# Need Advise and opinions please



## blondmist82 (Feb 20, 2010)

Hi guys, I am new to this forum or any marraige forum for that fact. I am 27 and my H is 28. We have been together since we were both 20 and married for 3 years. He doesnt go out that often due to past issues with him going out. See he went out when I was pregnant with our first son (6 mos preg), about 2 1/2 years ago, and did not come home until after 6AM (we had got in a fight before he left). A few days later while he was in the shower I went through his phone. I found a video of him (with his clothes on) touching some naked girls a$$ while he video taped it. His excuse... I told you there was a bacholor party and so I went and there were strippers and some guy bought me a dance. First off, why would they not buy the dance for themselves but whatever... So while he was in the shower I left and it only lasted 3 days but things got better. 

Now, I am pregnant again (second time) and I am 19 weeks (we find out the sex on Monday) and he wanted to go out with his friend last night and I had no problem with it because he said he would be home before 1. Well I work in the morning at 6am and at 2 am I text him... asked if he was coming home or what and he said Im on my way... then a minute later text again that he was sorry if it is so late but him and this guy hardly kick it anymore (they play xbox online every night). Needless to say, he was not on his way home and he did not answer to my next texts or calls. I was calling him up until 4:30 AM. I went to take a shower at 5AM and when I got out he was on the couch sleeping!!! He basically told me to shut up when I tried to ask when he got home. So I left for work.

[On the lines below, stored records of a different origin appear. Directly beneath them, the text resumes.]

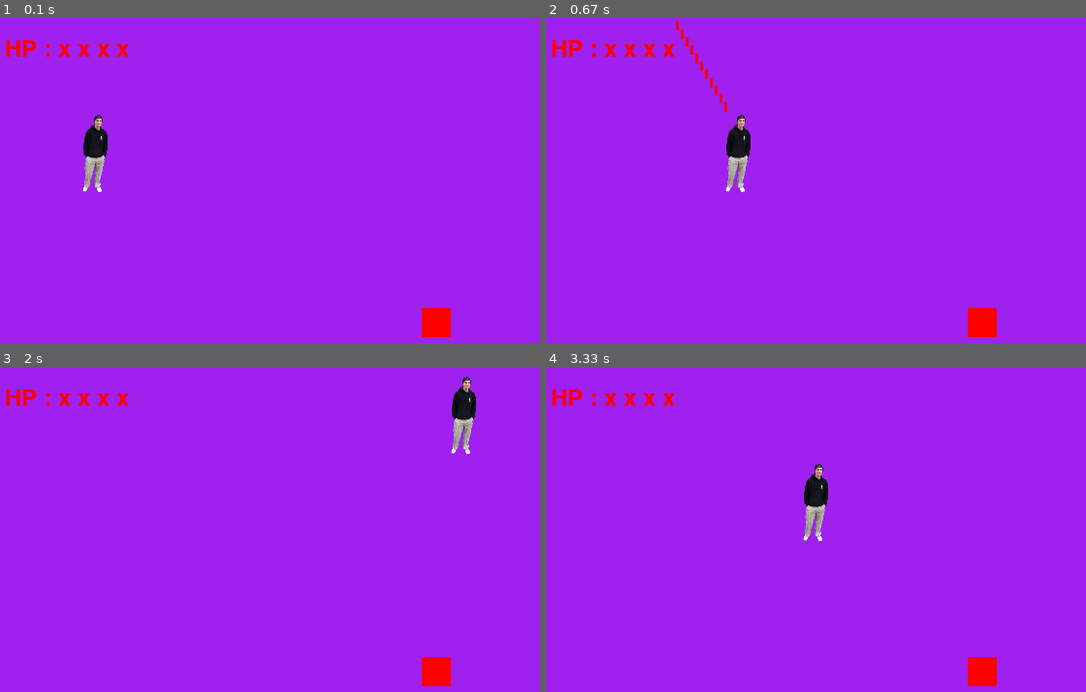
Above: before the commit, frames 1-4 (two rows, left to right).
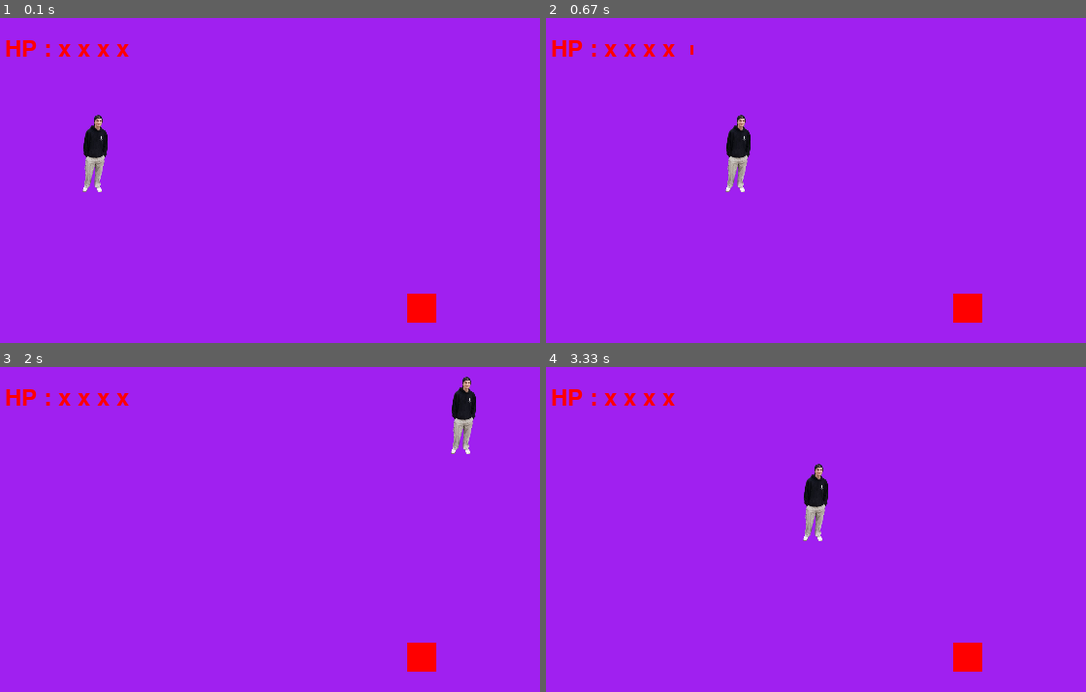
Above: after the commit, the same moments.

Repository: Marzzzbeats/Python_game
Game: pygame game, started from main.py
The game is run twice, just before and just after one commit, with the same random seed, the same clock (stepped at 60 frames per second) and the same inputs.
Inputs:
- Up to frame 1 (0.1 s): no input
- Up to frame 2 (0.67 s): hold Space from 0.33 s (still down); hold Right from 0.33 s (still down)
- Up to frame 3 (2 s): release Space at 0.8 s; release Right at 0.8 s; hold Right 0.83-1.3 s; hold Up 1.33-1.63 s; hold Right from 1.67 s (still down)
- Up to frame 4 (3.33 s): release Right at 2.13 s; hold Left 2.17-2.7 s; hold Down 2.73-3.03 s; hold Left from 3.07 s (still down)

The runs differ from the first frame. In frame 1, 0.7% of the frame differs, in the area x 75-84%, y 84-99%; in frame 2, 0.9%, in the area x 24-84%, y 0-99%; in frame 3, 0.7%; in frame 4, 0.7%.

Commit message:
Collisions projectiles / ennemi + death()

Diff:
--- a/attacks.py
+++ b/attacks.py
@@ -17,7 +17,6 @@
     def update(self, dt):
         self.position += self.velocity * dt
         self.rect.center = self.position
-        print("ok")
 
-        if self.rect.y < 0 :
+        if self.rect.y < 0 or self.ttl <= 0:
             self.kill()
--- a/beings.py
+++ b/beings.py
@@ -5,7 +5,7 @@
     def __init__(self, name:str, x:float, y:float, sizex:float, sizey:float, hp:int):
         self.position = pg.Vector2(x,y)
         self.direction = pg.Vector2(0,0)
-        self.rec = pg.Rect(self.position.x, self.position.y, sizex, sizey)
+        self.rect = pg.Rect(self.position.x, self.position.y, sizex, sizey)
         self.name = name
         self.alive = True
         self.hp = hp
--- a/ennemy.py
+++ b/ennemy.py
@@ -1,11 +1,20 @@
 import pygame as pg
 import beings
 
-class Ennemy(beings.Beings):
+class Ennemy(beings.Beings, pg.sprite.Sprite):
 
     def __init__(self, name, x, y, sizex=15, sizey=15, hp=30):
-        super().__init__(name, x, y, sizex, sizey, hp)
+        beings.Beings.__init__(self, name, x, y, sizex, sizey, hp)
+        pg.sprite.Sprite.__init__(self)
+        self.image = pg.Surface((sizex, sizey))
+        self.image.fill("red")
+        self.rect = self.image.get_rect(center = (x,y))
+        self.dammage = 1
 
     def attack(self):
         """Lance une attaque"""
         print("Attaque!")
+
+    def update(self):
+        if not self.alive:
+            self.kill()
--- a/main.py
+++ b/main.py
@@ -10,7 +10,9 @@
 running = True
 
 player1 = player.Player("Simon", 100, 100)
+ennemies = pg.sprite.Group()
 ennemy1 = ennemy.Ennemy("Mechant", 450, 300, 30, 30, 30)
+ennemies.add(ennemy1)
 projectiles = pg.sprite.Group() #crée un groupe pour les projectiles
 
 
@@ -19,7 +21,7 @@
     keys = pg.key.get_pressed()
     return keys
 
-def update(dt:float, keys:list, player1:player.Player, ennemy1:ennemy.Ennemy, projectiles = projectiles):
+def update(dt:float, keys:list, player1:player.Player, ennemies, projectiles = projectiles):
     """Update l'état du jeu en fonction des évenements"""
     player1.direction = pg.Vector2(0,0)
 
@@ -32,31 +34,45 @@
     if keys[pg.K_UP]:
         player1.moove(dt, pg.Vector2(0,-1))
     if keys[pg.K_SPACE]:
-        player1.shoot(projectiles)
+        player1.shoot(projectiles, dt)
+
 
     #Mise en place des barières
-    if player1.rec.y < 0 :
-        player1.rec.y = 0
-    if player1.rec.y > 550:
-        player1.rec.y = 550
-    if player1.rec.x < 0 :
-        player1.rec.x = 0
-    if player1.rec.x > 750 :
-        player1.rec.x = 750
+    if player1.rect.y < 0 :
+        player1.rect.y = 0
+    if player1.rect.y > 550:
+        player1.rect.y = 550
+    if player1.rect.x < 0 :
+        player1.rect.x = 0
+    if player1.rect.x > 750 :
+        player1.rect.x = 750
 
-    if player1.rec.colliderect(ennemy1.rec):
-        ennemy1.attack()
-        player1.hpLoss(1)
+    collision = pg.sprite.spritecollide(player1, ennemies, False)
+
+    for ennemy in collision:
+        ennemy.attack()
+        player1.hpLoss(ennemy.dammage)
         print(player1.hp)
         player1.isDead()
 
+    collisions = pg.sprite.groupcollide(projectiles,ennemies,False,False)
 
-def draw(player1:player.Player, projectiles = projectiles):
+    for projectile, hit_enemies in collisions.items():
+        for enemy in hit_enemies:
+            enemy.hpLoss(projectile.dammage)
+            enemy.isDead()
+            projectile.ttl -=1
+
+    ennemies.update()
+
+
+
+def draw(player1:player.Player, projectiles = projectiles, ennemies = ennemies):
     """Gère l'affichage des modifications à l'écran """
     screen.fill('purple')
-    pg.draw.rect(screen, (255,0,0), ennemy1.rec)
+    ennemies.draw(screen)
     if player1.alive:
-        screen.blit(player1.image, player1.rec)
+        screen.blit(player1.image, player1.rect)
         screen.blit(player1.displayHp(), (20,20))
         projectiles.draw(screen)
     else :
@@ -76,7 +92,7 @@
 
     keys = handle_events()
 
-    update(dt, keys, player1, ennemy1)
+    update(dt, keys, player1, ennemies)
     projectiles.update(dt)
 
     draw(player1)
--- a/player.py
+++ b/player.py
@@ -9,15 +9,17 @@
         self.speed = 300
         self.image = pg.image.load('./assets/simon.png').convert_alpha()
         self.image = pg.transform.scale(self.image, (26.25, 80.5))
+        self.shooting_rate = 5 #shoot par secondes
+        self.shoot_timer = 1/self.shooting_rate
 
     def moove(self, dt, dir:pg.Vector2):
         self.direction = dir
         if self.direction.length()>0:
-              self.direction.normalize()
+              self.direction = self.direction.normalize()
         velocity = self.direction * self.speed
         self.position += velocity * dt
-        self.rec.x = self.position.x
-        self.rec.y = self.position.y
+        self.rect.x = self.position.x
+        self.rect.y = self.position.y
 
     def displayHp(self):
         font = pg.font.Font(None, 36)
@@ -35,6 +37,10 @@
         text2 = font.render(text, True, (255,0,0))
         return text2
 
-    def shoot(self, projectiles):
-        projectile = attacks.Projectile(self.position.x, self.position.y, 3)
-        projectiles.add(projectile)
+    def shoot(self, projectiles, dt):
+        self.shoot_timer += dt
+        if self.shoot_timer >= 1/self.shooting_rate:
+            projectile = attacks.Projectile(self.position.x, self.position.y, 3)
+            projectiles.add(projectile)
+            self.shoot_timer = 0
+        print(self.shoot_timer)
Not shown, added: .gitignore
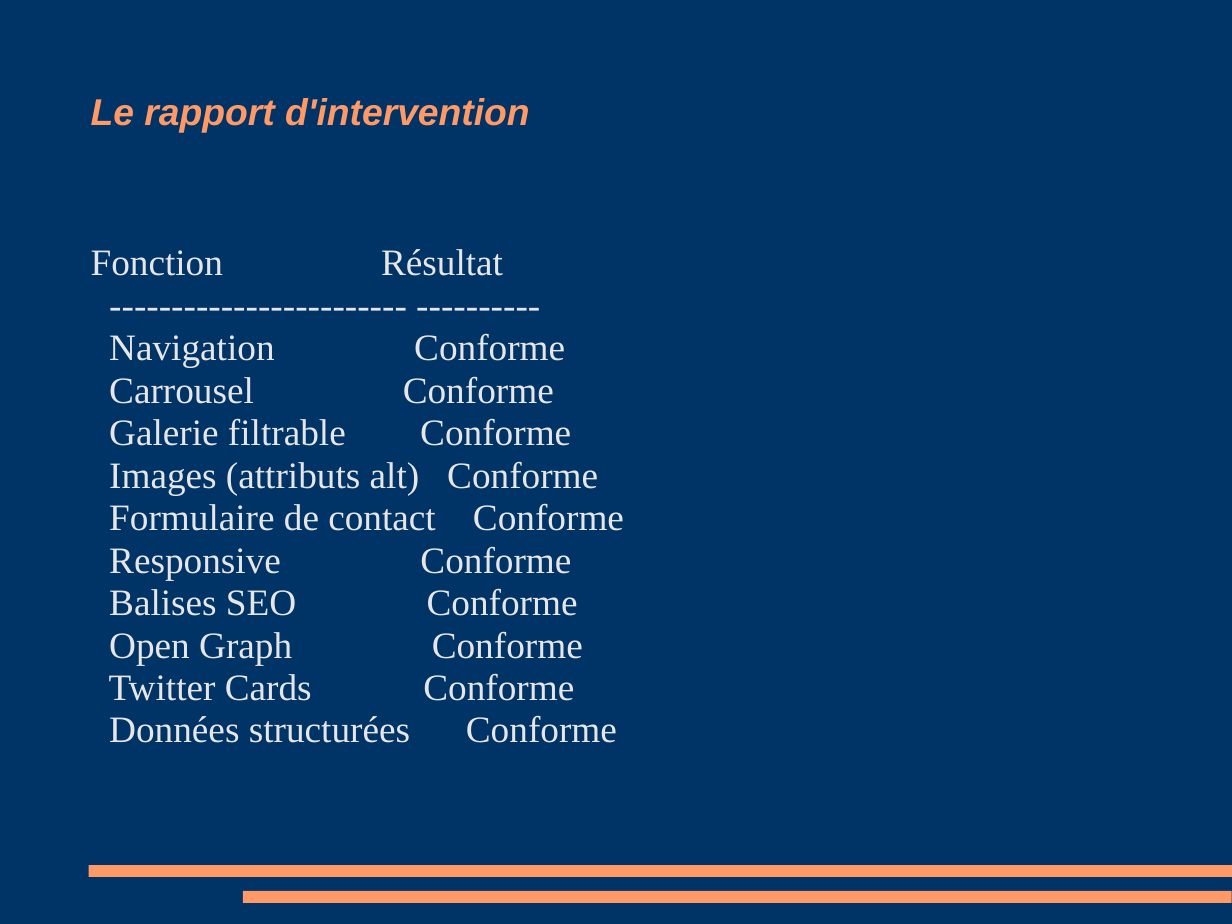
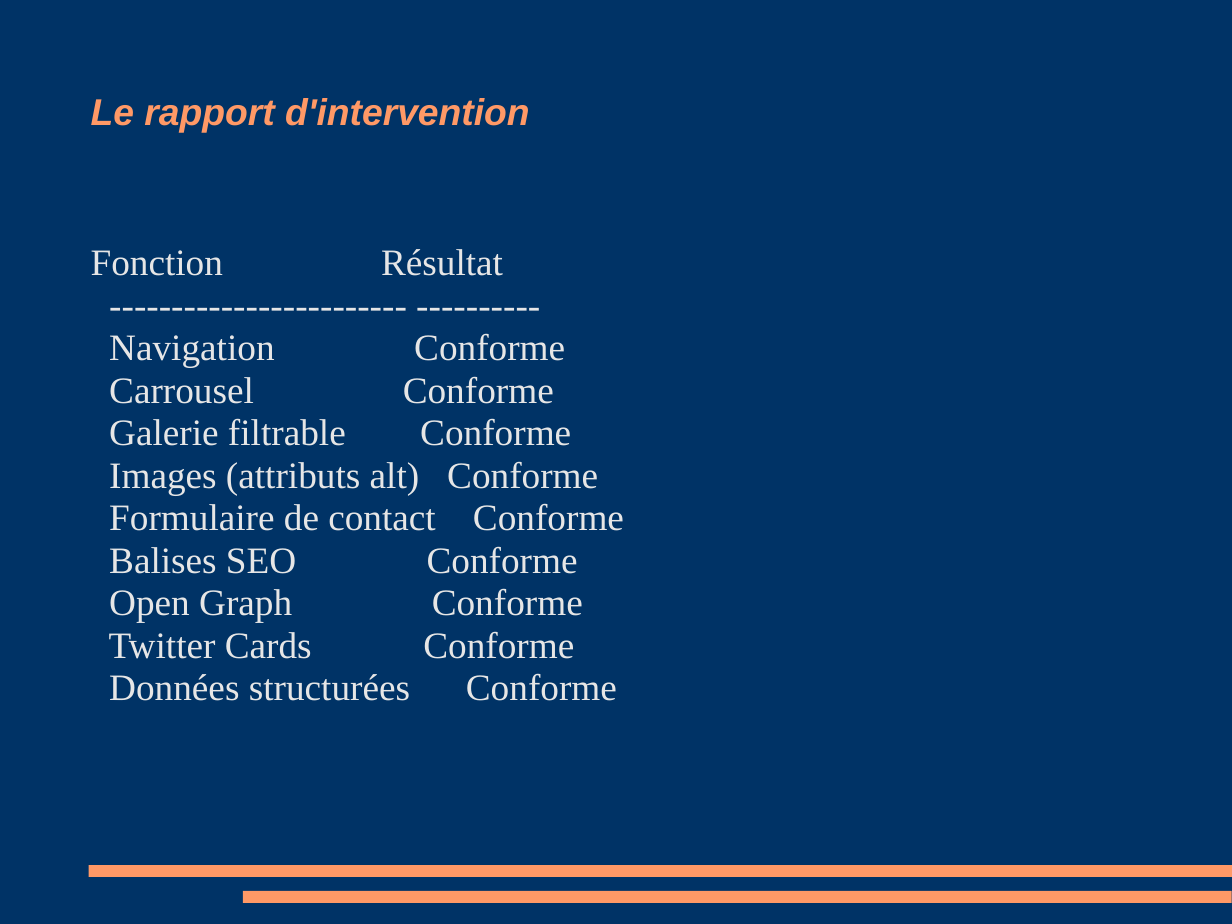
Before and after one commit to david51-ocr/Projet-Optimisation, a slide deck: slide 9 of Cahier de recette.ppt. Drawn at 1232x924 pixels with LibreOffice and Linux fonts; fonts in the diff are those of the drawing. Boxes give left, top, right and bottom in pixels: in the first picture for what was removed or moved away, otherwise in the second. Text is boxed around its words. In the diff, an @@ line names an element or a change of style, - is before the commit and + after.

```diff
--- a/Cahier de recette.ppt
+++ b/Cahier de recette.ppt
@@ text at (91,249,624,701): text changed @@
-Fonction Résultat
------------------------- ----------
-Navigation Conforme
-Carrousel Conforme
-Galerie filtrable Conforme
-Images (attributs alt) Conforme
-Formulaire de contact Conforme
-Responsive Conforme
-Balises SEO Conforme
-Open Graph Conforme
-Twitter Cards Conforme
-Données structurées Conforme
+Fonction Résultat
+------------------------ ----------
+Navigation Conforme
+Carrousel Conforme
+Galerie filtrable Conforme
+Images (attributs alt) Conforme
+Formulaire de contact Conforme
+Balises SEO Conforme
+Open Graph Conforme
+Twitter Cards Conforme
+Données structurées Conforme
```
Also in this commit, not shown: 5 other slides changed, 2 other files.

At work I checked out phone logs and found that he received a text for this Camel looking Bi^@# that he used to work with 9and was a stripper) at 7:30 (he had left at 6pm that night) and then she also called him 2 tmes at 9:40 and 945 and they talked for two minutes each time. Well then I also saw that the he had called the guy that he was supposedly with that night 5 times between 2:42 am until 3:38AM and he called him back once between those times! WTF I guess he wasnt really with him but I dont know and if I tell him I looked that stuff up he will say I snoop to much! I dont know what to do but I do know that this stress is not good for the baby!D I do not know how to approach him about this or what to say (a part of me is worried if we fight and he leaves and takes our son with him or even takes him when I am at work). Any advise would greatly be appreciated! Thanks in advance!


----------



## shazil (Feb 25, 2010)

blondmist82 said:


> Hi guys, I am new to this forum or any marraige forum for that fact. I am 27 and my H is 28. We have been together since we were both 20 and married for 3 years. He doesnt go out that often due to past issues with him going out. See he went out when I was pregnant with our first son (6 mos preg), about 2 1/2 years ago, and did not come home until after 6AM (we had got in a fight before he left). A few days later while he was in the shower I went through his phone. I found a video of him (with his clothes on) touching some naked girls a$$ while he video taped it. His excuse... I told you there was a bacholor party and so I went and there were strippers and some guy bought me a dance. First off, why would they not buy the dance for themselves but whatever... So while he was in the shower I left and it only lasted 3 days but things got better.
> 
> Now, I am pregnant again (second time) and I am 19 weeks (we find out the sex on Monday) and he wanted to go out with his friend last night and I had no problem with it because he said he would be home before 1. Well I work in the morning at 6am and at 2 am I text him... asked if he was coming home or what and he said Im on my way... then a minute later text again that he was sorry if it is so late but him and this guy hardly kick it anymore (they play xbox online every night). Needless to say, he was not on his way home and he did not answer to my next texts or calls. I was calling him up until 4:30 AM. I went to take a shower at 5AM and when I got out he was on the couch sleeping!!! He basically told me to shut up when I tried to ask when he got home. So I left for work.
> 
> At work I checked out phone logs and found that he received a text for this Camel looking Bi^@# that he used to work with 9and was a stripper) at 7:30 (he had left at 6pm that night) and then she also called him 2 tmes at 9:40 and 945 and they talked for two minutes each time. Well then I also saw that the he had called the guy that he was supposedly with that night 5 times between 2:42 am until 3:38AM and he called him back once between those times! WTF I guess he wasnt really with him but I dont know and if I tell him I looked that stuff up he will say I snoop to much! I dont know what to do but I do know that this stress is not good for the baby!D I do not know how to approach him about this or what to say (a part of me is worried if we fight and he leaves and takes our son with him or even takes him when I am at work). Any advise would greatly be appreciated! Thanks in advance!


IMHO, he does not love you. choice is yours . Bail out or if you think that it is a matter of survival for you to stay with him then, i suggest survive


----------



## lovinghimforever (Dec 14, 2009)

IMO, you NEED to bring it up. Don't bring up specifics of looking at the phone history, but do bring it up. It doesn't matter where you found the information, he LIED to you and he needs to man up.


----------